PROVIDED RECORDS >>
******************************

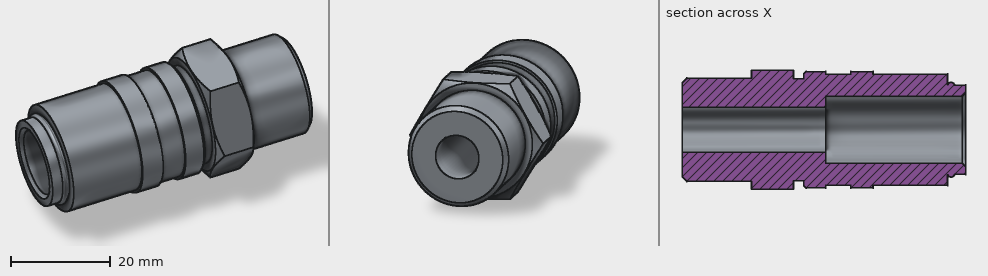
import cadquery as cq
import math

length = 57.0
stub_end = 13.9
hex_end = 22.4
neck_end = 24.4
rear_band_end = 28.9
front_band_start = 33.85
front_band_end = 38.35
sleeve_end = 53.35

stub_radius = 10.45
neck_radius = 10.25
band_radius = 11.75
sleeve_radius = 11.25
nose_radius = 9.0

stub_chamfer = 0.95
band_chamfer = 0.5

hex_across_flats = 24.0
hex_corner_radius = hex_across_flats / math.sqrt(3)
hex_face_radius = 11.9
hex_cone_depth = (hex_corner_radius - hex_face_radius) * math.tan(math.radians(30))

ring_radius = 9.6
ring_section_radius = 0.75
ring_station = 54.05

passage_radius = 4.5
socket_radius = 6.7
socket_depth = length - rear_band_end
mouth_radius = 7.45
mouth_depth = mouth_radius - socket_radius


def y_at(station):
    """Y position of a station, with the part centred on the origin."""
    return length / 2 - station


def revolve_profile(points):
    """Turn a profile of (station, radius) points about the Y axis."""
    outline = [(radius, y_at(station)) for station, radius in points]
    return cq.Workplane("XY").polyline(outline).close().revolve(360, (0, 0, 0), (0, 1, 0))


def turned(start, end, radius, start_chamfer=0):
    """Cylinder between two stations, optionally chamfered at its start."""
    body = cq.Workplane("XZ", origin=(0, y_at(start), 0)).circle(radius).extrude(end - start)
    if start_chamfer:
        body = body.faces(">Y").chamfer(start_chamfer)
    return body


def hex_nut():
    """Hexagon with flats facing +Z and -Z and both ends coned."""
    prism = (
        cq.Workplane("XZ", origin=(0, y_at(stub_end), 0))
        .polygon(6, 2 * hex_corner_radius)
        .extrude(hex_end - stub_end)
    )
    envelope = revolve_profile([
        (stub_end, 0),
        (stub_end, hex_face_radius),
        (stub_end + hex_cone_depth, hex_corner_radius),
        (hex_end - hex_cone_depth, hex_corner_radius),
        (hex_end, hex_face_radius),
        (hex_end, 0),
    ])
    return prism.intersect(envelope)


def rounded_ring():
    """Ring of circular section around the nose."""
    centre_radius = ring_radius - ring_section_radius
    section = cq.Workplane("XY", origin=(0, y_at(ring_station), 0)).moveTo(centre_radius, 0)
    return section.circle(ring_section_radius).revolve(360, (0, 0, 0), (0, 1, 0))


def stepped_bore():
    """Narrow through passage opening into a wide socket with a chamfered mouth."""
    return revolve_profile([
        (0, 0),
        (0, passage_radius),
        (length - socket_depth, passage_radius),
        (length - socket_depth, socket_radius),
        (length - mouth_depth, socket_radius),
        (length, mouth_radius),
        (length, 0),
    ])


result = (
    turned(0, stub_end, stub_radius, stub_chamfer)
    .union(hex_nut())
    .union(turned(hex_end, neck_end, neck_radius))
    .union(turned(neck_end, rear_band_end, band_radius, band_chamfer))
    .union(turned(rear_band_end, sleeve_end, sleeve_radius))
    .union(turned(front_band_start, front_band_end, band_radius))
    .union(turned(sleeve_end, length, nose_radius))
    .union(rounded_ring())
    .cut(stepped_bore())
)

******************************

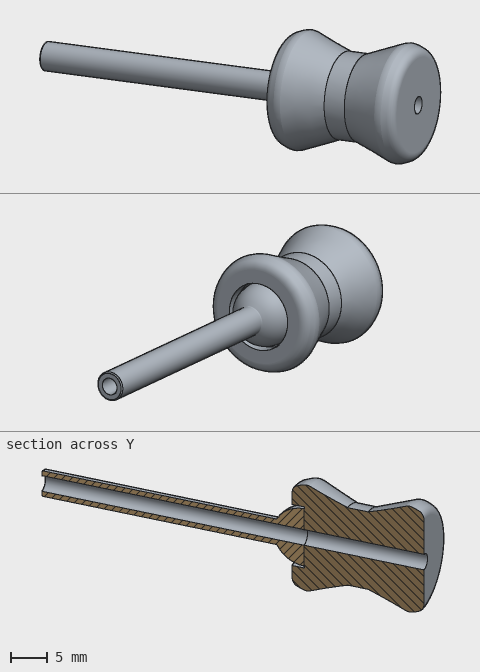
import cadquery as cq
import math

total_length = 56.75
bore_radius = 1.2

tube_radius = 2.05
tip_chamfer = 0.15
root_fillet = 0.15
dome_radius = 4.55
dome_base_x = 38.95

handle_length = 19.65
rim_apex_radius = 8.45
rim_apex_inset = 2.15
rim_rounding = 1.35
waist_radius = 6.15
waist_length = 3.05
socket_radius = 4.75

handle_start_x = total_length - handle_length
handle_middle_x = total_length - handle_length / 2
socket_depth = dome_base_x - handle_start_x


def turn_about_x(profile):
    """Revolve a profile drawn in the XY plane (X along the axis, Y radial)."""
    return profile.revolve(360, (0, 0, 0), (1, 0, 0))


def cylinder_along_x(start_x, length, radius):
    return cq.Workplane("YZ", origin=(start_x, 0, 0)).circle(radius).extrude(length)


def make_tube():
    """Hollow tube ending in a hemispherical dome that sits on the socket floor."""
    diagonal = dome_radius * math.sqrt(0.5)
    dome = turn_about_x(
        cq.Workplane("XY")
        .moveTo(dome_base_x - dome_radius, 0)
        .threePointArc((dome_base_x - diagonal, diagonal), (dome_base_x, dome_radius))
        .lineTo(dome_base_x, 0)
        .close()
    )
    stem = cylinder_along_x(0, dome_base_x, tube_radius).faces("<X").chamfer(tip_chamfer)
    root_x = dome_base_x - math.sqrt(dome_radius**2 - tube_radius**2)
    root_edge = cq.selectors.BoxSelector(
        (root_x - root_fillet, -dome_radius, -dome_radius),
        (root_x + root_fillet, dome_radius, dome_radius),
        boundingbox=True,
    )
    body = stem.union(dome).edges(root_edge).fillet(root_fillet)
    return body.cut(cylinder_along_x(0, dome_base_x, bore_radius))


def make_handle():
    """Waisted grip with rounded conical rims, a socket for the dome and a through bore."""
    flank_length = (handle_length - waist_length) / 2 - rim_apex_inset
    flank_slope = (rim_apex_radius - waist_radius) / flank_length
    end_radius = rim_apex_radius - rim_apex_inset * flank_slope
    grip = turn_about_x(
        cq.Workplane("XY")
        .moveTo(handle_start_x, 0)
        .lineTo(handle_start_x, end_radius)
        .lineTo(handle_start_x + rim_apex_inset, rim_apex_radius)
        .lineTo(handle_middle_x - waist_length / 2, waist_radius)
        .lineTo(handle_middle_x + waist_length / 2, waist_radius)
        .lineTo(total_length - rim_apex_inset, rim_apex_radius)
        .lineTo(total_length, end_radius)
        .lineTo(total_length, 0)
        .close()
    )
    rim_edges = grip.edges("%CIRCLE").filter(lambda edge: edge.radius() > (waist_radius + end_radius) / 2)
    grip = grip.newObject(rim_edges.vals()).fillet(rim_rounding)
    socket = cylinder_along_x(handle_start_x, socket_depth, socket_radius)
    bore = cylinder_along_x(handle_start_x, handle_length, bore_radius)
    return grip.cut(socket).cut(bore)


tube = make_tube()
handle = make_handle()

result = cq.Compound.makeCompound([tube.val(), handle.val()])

******************************

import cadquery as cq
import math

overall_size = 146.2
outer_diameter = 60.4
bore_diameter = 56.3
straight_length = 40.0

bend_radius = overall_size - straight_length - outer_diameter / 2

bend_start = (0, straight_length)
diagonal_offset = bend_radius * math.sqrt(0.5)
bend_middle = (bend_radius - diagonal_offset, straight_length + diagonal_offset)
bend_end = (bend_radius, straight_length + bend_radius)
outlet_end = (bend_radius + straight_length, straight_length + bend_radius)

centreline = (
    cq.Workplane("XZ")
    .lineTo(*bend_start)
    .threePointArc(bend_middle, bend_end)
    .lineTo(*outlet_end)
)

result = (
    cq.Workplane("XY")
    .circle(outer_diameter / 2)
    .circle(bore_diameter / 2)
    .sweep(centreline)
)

******************************

What lines in the material include the string "moveTo"? Pull each one out.

COMPLETED EXERCISE >>
    section = cq.Workplane("XY", origin=(0, y_at(ring_station), 0)).moveTo(centre_radius, 0)
        .moveTo(dome_base_x - dome_radius, 0)
        .moveTo(handle_start_x, 0)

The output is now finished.